Data under study |
######
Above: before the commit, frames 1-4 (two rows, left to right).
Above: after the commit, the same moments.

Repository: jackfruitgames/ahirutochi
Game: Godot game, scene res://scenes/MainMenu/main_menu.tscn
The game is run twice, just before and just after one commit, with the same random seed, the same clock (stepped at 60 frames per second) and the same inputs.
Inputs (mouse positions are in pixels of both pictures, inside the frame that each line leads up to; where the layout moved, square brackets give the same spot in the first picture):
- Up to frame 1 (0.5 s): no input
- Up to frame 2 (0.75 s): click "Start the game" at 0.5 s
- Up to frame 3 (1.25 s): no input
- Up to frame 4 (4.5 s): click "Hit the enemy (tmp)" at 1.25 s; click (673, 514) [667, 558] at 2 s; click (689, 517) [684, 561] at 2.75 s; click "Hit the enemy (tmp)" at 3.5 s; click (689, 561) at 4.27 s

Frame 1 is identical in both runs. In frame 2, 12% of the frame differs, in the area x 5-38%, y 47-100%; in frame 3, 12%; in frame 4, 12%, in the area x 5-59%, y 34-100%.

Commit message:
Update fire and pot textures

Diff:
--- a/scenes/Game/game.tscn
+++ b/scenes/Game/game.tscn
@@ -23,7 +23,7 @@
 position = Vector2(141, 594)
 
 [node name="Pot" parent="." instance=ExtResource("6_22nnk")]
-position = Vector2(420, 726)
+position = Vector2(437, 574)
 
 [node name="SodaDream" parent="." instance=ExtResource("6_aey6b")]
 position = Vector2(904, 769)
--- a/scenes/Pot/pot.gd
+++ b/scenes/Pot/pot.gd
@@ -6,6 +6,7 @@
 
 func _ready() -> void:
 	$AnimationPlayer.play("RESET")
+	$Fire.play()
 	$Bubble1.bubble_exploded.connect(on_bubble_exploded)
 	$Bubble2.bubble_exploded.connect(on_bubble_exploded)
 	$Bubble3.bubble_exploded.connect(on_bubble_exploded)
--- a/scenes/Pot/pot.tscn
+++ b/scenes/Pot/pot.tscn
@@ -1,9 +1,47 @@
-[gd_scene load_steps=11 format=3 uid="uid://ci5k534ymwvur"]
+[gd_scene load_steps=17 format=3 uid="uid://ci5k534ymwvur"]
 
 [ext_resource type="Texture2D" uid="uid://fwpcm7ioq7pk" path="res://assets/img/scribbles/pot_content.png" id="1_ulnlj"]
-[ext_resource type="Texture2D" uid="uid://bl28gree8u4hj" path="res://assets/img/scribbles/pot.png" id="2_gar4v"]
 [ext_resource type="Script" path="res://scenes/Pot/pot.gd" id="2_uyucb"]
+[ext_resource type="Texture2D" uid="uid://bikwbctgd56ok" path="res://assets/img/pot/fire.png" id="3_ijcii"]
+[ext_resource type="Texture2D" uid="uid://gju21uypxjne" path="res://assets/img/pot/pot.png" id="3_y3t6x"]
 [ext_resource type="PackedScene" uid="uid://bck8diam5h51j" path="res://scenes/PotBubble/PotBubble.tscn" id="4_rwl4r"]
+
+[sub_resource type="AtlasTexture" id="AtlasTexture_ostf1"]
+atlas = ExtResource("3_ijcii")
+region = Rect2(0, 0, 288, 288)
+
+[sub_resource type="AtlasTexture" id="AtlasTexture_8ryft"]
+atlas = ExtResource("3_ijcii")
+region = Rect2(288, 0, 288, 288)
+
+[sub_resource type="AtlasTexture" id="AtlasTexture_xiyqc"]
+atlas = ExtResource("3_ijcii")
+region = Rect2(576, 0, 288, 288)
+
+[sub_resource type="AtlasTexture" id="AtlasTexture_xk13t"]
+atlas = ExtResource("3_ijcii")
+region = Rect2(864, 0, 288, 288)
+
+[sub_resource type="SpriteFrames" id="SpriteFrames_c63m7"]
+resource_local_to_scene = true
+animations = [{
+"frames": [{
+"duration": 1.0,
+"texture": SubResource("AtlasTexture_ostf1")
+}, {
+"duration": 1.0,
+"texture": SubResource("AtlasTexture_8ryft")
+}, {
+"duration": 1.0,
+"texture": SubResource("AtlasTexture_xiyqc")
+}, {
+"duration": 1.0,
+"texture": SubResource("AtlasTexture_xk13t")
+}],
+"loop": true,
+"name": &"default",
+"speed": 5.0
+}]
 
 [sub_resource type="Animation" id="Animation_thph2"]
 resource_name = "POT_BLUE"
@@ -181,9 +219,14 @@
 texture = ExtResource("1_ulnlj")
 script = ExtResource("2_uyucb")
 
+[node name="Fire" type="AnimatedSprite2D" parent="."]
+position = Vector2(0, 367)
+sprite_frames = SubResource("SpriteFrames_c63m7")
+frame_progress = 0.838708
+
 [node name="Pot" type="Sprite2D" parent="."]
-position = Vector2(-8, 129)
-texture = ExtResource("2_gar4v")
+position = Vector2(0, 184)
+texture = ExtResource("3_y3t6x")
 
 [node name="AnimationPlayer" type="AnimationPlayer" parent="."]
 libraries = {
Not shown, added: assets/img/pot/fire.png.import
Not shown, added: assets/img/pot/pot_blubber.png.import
######
Aim of the exercise | Line count for "instance": say how many lines of the entries above include that word, and give only the number.

Worked solution | 2